Against 750,000 vacancies posted on the National Career Services portal, 39.2 million people had applied at the end of September 2017, up from 36.2 million at the end of March 2017, the report notes.

There has been a consistent rise in employees registered under the Employees’ Provident Fund Organisation (EPFO), and in the contributions made towards EPFO, too.

“Using this data to analyse trends in formality is fraught with difficulties as the scheme is still not universal and has important exclusions even within the organised sector”, it says.

But this report comes with a caveat. “Employment data in India is far from adequate if policy responses have to be more effective and timely.

"Most employment surveys suffer from drawbacks such as limited data coverage, infrequent data collection, and time lag,” it says.

A July 2017 report by McKinsey Global Institute presses for the need of a discussion on ‘gainful employment’ and not just employment.

“During 2011-15, agriculture (labour force) shrank by 26 million, while non-farm jobs rose by 33 million, largely driven by rapid economic growth between 2013 and 2015,” the report says.

Earlier this year, demonetisation drastically reduced casual workers and ballooned the number of contractual workers in eight major sectors of the economy, data from the April 2017 Quarterly Employment Survey (new series) by the Labour Bureau shows.

The Union government appointed a task force for improving employment data in India in May 2017, under the chairmanship of then NITI Aayog vice-chairman Arvind Panagariya.

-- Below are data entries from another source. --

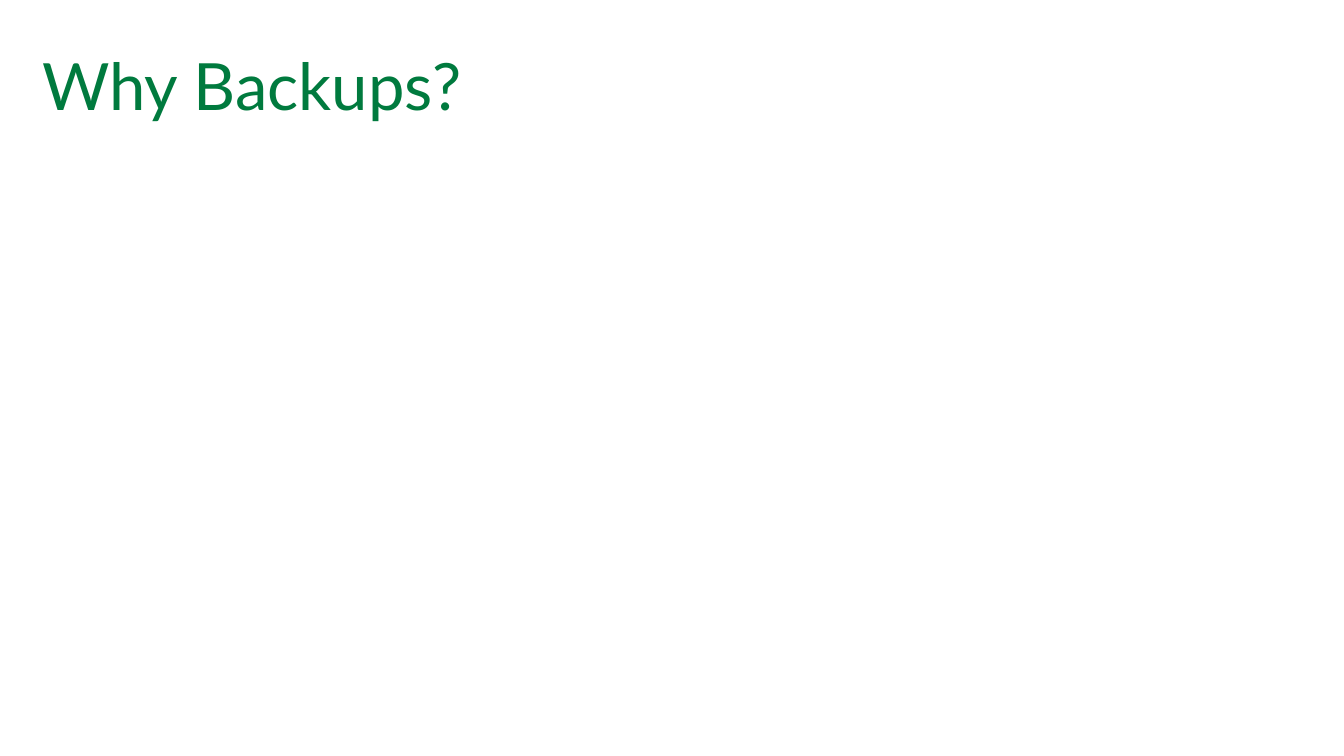
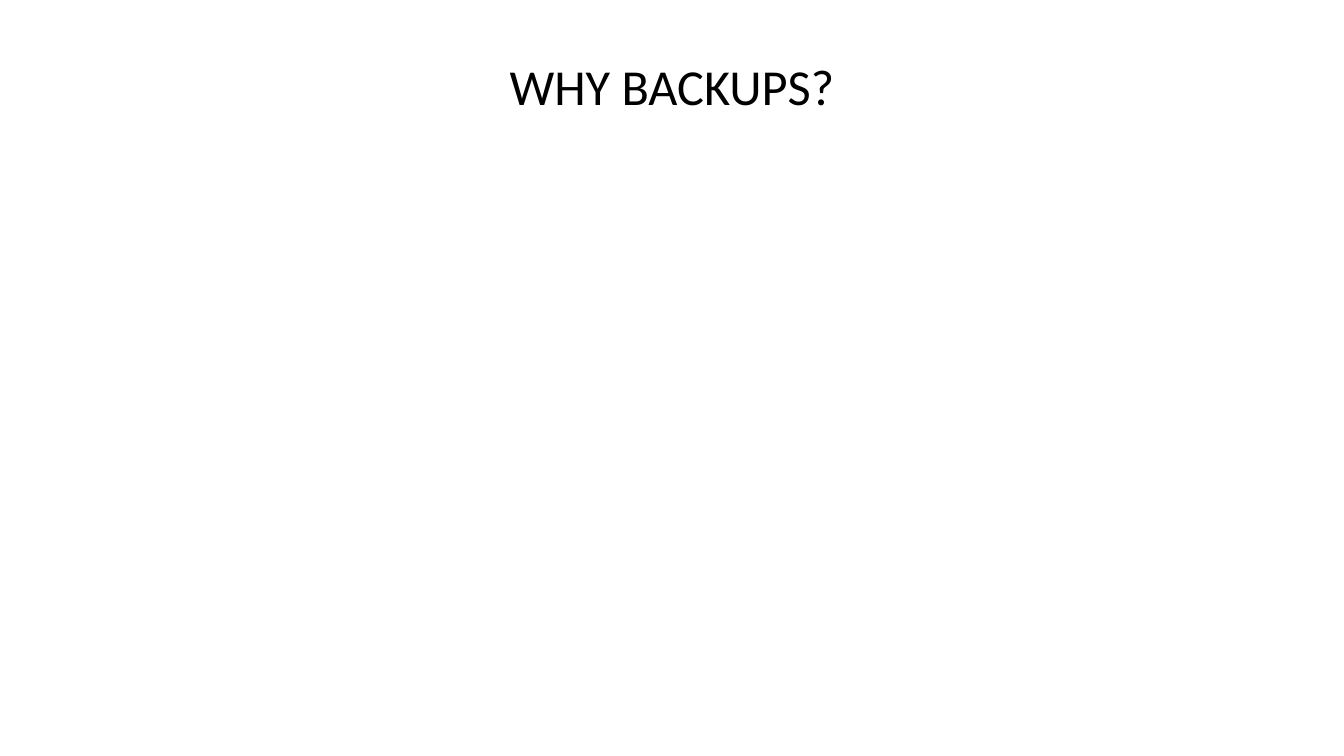
Before and after one commit to dataplat/community-presentations, a slide deck: slide 3 of andy-levy/BackupManagement/Backup Management with dbatools.pptx. Drawn at 1344x756 pixels with LibreOffice and Linux fonts; fonts in the diff are those of the drawing; background and template pictures are left out. Boxes give left, top, right and bottom in pixels: in the first picture for what was removed or moved away, otherwise in the second. Text is boxed around its words. In the diff, an @@ line names an element or a change of style, - is before the commit and + after.

```diff
--- a/andy-levy/BackupManagement/Backup Management with dbatools.pptx
+++ b/andy-levy/BackupManagement/Backup Management with dbatools.pptx
@@ title at (510, 70, 835, 106): text changed; size 44 to 34 pt; font Lato to Calibri; text colour #007A3E to #000000 @@
-Why Backups?
+WHY BACKUPS?
```
Also in this commit, not shown: 6 other slides changed, 1 other file.

According to its recommendations, the government will now do away with the employment and unemployment survey by the National Sample Survey Office (NSSO) - the last such survey was done in 2011-12, which showed a rise in total employment to 474 million from 459 million in 2004-05 - and publish an annual household survey, a quarterly periodic labour force survey in urban areas along with new employment measurement techniques using the GST Network.